I was utterly wrong.
I am really a fan of the O’Reilly books, they are pretty well made, except for this one.
There are quite a few errors in the coding where I get a TON of parsing errors.
It would be really nice if they could completely re-write the book and take out using PEAR, It may be a useful tool, but I don’t like it that much.
I would suggest not getting this book, but for one of the other O’Reilly books, like “Headfirst PHP and MySQL”.
Rating: 2 / 5
This book is full of errors and I never got any thing to work. Stay away from this book. I suggest the Friend of Ed series.
Rating: 1 / 5
This is definitely below the bar for an O’Reilly book. I am about 1/3 way thru and already have to spend hours searching the Internet for the right steps on phpMyAdmin and Apache2 config on MacBook Pro. I am debating if I should finish the rest of the book, best to avoid this book to begin with.
[update] The second half of the book is a bit better, I would recommend skipping the first few chapters and start at Practical PHP.
Rating: 2 / 5
I really enjoyed reading this one! The authors have an easy style that lets you accelerate if you already have a good grasp of that topic but want a refresher. If the section covers something you don’t know then there are clear code examples and text that explains what the code does.
Don’t make the assumption you’ll learn lots of PHP and MySQL from one book! You’ll get an introduction to both that is much lighter than covered in other O’Reilly books. Where this book shines is in the juncture of the two; it really makes clear some of the ways you can customize web pages using a database. Once you lay this one down you should spend a few hours with a favorite beverage; just toss some of the possibilities around in your head.

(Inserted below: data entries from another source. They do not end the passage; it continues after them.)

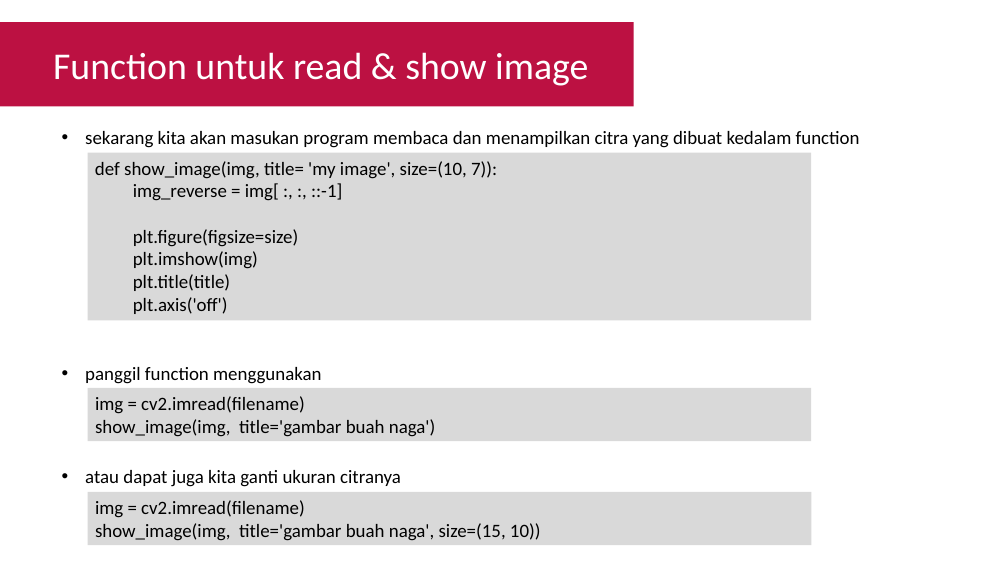
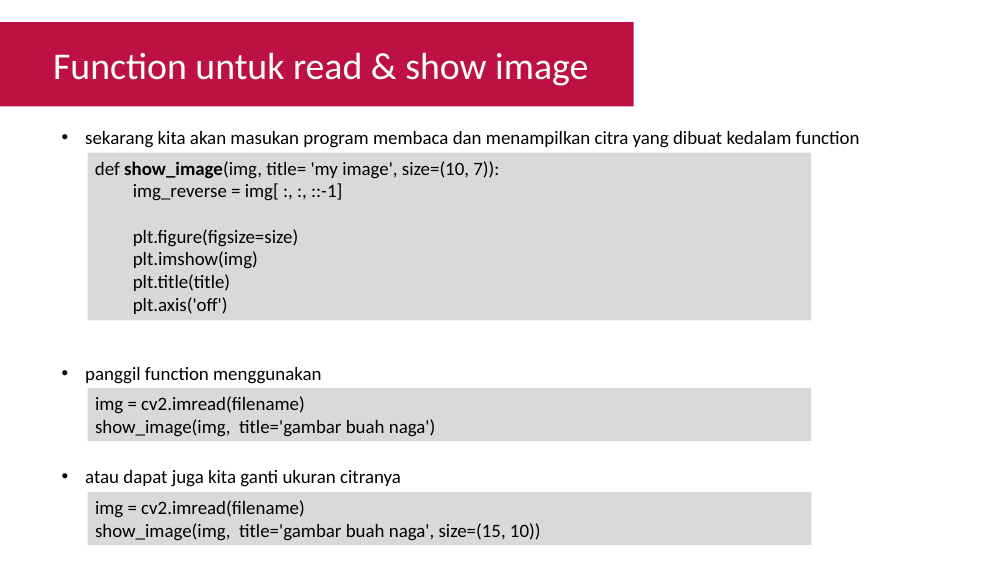
Before and after one commit to Muhammad-Yunus/Materi-Training, a slide deck: slide 22 of A. Raspberry Pi - Image Processing/#5 - Computer Vision Part 1 (read, show, write image)/P5 - Computer Vision Part 1 (read, show, write image).pptx. Drawn at 1008x567 pixels with LibreOffice and Linux fonts; fonts in the diff are those of the drawing. Boxes give left, top, right and bottom in pixels: in the first picture for what was removed or moved away, otherwise in the second. Text is boxed around its words. In the diff, an @@ line names an element or a change of style, - is before the commit and + after.

```diff
--- a/A. Raspberry Pi - Image Processing/#5 - Computer Vision Part 1 (read, show, write image)/P5 - Computer Vision Part 1 (read, show, write image).pptx
+++ b/A. Raspberry Pi - Image Processing/#5 - Computer Vision Part 1 (read, show, write image)/P5 - Computer Vision Part 1 (read, show, write image).pptx
@@ text in rectangle at [95, 161, 499, 179]: bold on in "show_image(img," @@
```
Also in this commit, not shown: 1 other file.

If you have a beginning understanding of PHP and/or MySQL, this book will help you take the next step. It will also help you understand technologies like Joomla and other database-driven websites. You won’t learn how to program, in a general sense, but you’ll get turned on by the possibilities. If you’re already a coder but new to PHP and MySQL, you’ll get a taste of what can be accomplished with this powerful combination.